▶ _Assigned task_: Copy out nothing but the line containing "bend_end_y = pin_y + bend_radius" and the lines that follow it to the end of the entries, exactly as they stand.

▶ _Data records_:
● ● ●
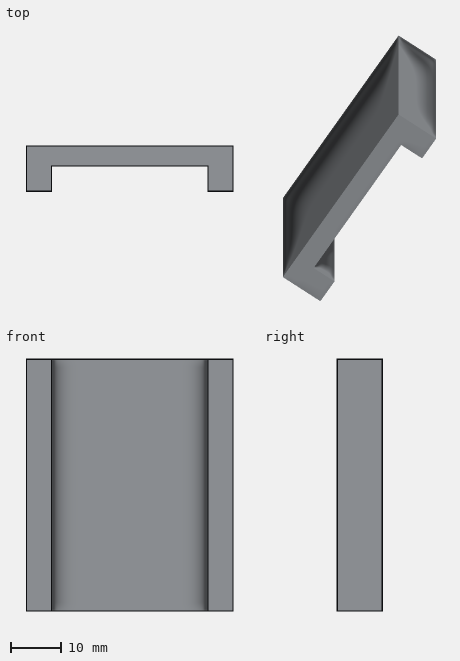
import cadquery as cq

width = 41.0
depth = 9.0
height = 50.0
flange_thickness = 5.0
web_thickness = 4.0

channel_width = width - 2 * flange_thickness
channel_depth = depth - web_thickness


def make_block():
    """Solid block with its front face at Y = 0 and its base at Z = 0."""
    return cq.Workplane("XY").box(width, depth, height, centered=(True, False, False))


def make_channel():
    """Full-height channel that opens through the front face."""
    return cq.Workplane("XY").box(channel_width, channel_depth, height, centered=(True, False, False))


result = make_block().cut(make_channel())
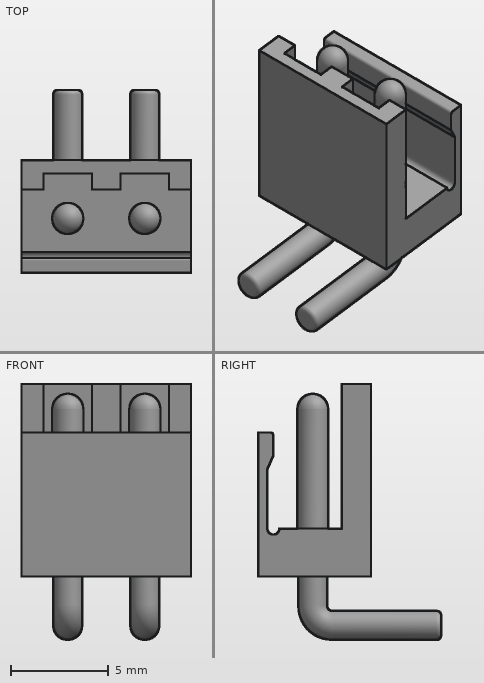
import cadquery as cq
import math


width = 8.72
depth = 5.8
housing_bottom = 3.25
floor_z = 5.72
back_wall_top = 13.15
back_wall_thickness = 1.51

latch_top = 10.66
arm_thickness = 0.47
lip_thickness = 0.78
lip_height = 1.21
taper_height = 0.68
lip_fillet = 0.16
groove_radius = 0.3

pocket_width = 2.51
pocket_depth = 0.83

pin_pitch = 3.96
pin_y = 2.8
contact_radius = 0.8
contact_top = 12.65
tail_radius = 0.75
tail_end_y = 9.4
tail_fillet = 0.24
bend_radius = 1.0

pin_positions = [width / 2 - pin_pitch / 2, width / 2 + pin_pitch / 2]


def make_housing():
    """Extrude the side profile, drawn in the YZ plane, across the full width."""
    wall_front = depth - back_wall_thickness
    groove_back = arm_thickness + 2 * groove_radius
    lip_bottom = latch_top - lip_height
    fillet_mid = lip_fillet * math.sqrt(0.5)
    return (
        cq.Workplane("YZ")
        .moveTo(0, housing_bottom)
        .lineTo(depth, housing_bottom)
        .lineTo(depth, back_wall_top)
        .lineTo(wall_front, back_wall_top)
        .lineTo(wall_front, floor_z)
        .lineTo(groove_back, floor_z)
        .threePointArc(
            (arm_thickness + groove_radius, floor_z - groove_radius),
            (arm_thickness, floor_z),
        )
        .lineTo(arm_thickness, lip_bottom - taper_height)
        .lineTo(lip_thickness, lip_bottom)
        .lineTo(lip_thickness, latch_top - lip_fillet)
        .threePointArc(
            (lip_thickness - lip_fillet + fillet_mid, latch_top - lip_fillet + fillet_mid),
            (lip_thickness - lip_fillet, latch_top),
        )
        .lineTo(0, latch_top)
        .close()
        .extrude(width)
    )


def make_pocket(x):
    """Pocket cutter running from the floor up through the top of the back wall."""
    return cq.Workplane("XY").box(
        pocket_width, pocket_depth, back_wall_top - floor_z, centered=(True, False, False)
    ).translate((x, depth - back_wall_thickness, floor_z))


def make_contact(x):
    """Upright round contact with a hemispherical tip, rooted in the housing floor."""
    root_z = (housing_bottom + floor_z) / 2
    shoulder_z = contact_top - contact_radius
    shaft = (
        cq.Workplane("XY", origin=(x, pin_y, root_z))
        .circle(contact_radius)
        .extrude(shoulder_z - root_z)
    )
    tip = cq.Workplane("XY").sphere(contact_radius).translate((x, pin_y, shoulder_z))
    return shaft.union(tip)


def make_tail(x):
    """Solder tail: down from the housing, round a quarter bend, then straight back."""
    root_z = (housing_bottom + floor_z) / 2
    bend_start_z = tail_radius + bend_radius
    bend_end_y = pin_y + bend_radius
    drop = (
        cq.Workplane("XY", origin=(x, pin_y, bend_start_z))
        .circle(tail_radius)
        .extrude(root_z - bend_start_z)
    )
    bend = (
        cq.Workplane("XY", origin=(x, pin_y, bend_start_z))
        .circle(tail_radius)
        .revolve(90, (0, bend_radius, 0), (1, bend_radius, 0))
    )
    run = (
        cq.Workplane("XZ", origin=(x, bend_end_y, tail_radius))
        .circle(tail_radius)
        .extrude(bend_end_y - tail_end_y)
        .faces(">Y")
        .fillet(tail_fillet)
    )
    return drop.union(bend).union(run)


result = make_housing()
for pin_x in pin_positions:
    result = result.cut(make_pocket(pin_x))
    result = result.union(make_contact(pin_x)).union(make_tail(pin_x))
● ● ●
▶ _The completed task_:
    bend_end_y = pin_y + bend_radius
    drop = (
        cq.Workplane("XY", origin=(x, pin_y, bend_start_z))
        .circle(tail_radius)
        .extrude(root_z - bend_start_z)
    )
    bend = (
        cq.Workplane("XY", origin=(x, pin_y, bend_start_z))
        .circle(tail_radius)
        .revolve(90, (0, bend_radius, 0), (1, bend_radius, 0))
    )
    run = (
        cq.Workplane("XZ", origin=(x, bend_end_y, tail_radius))
        .circle(tail_radius)
        .extrude(bend_end_y - tail_end_y)
        .faces(">Y")
        .fillet(tail_fillet)
    )
    return drop.union(bend).union(run)


result = make_housing()
for pin_x in pin_positions:
    result = result.cut(make_pocket(pin_x))
    result = result.union(make_contact(pin_x)).union(make_tail(pin_x))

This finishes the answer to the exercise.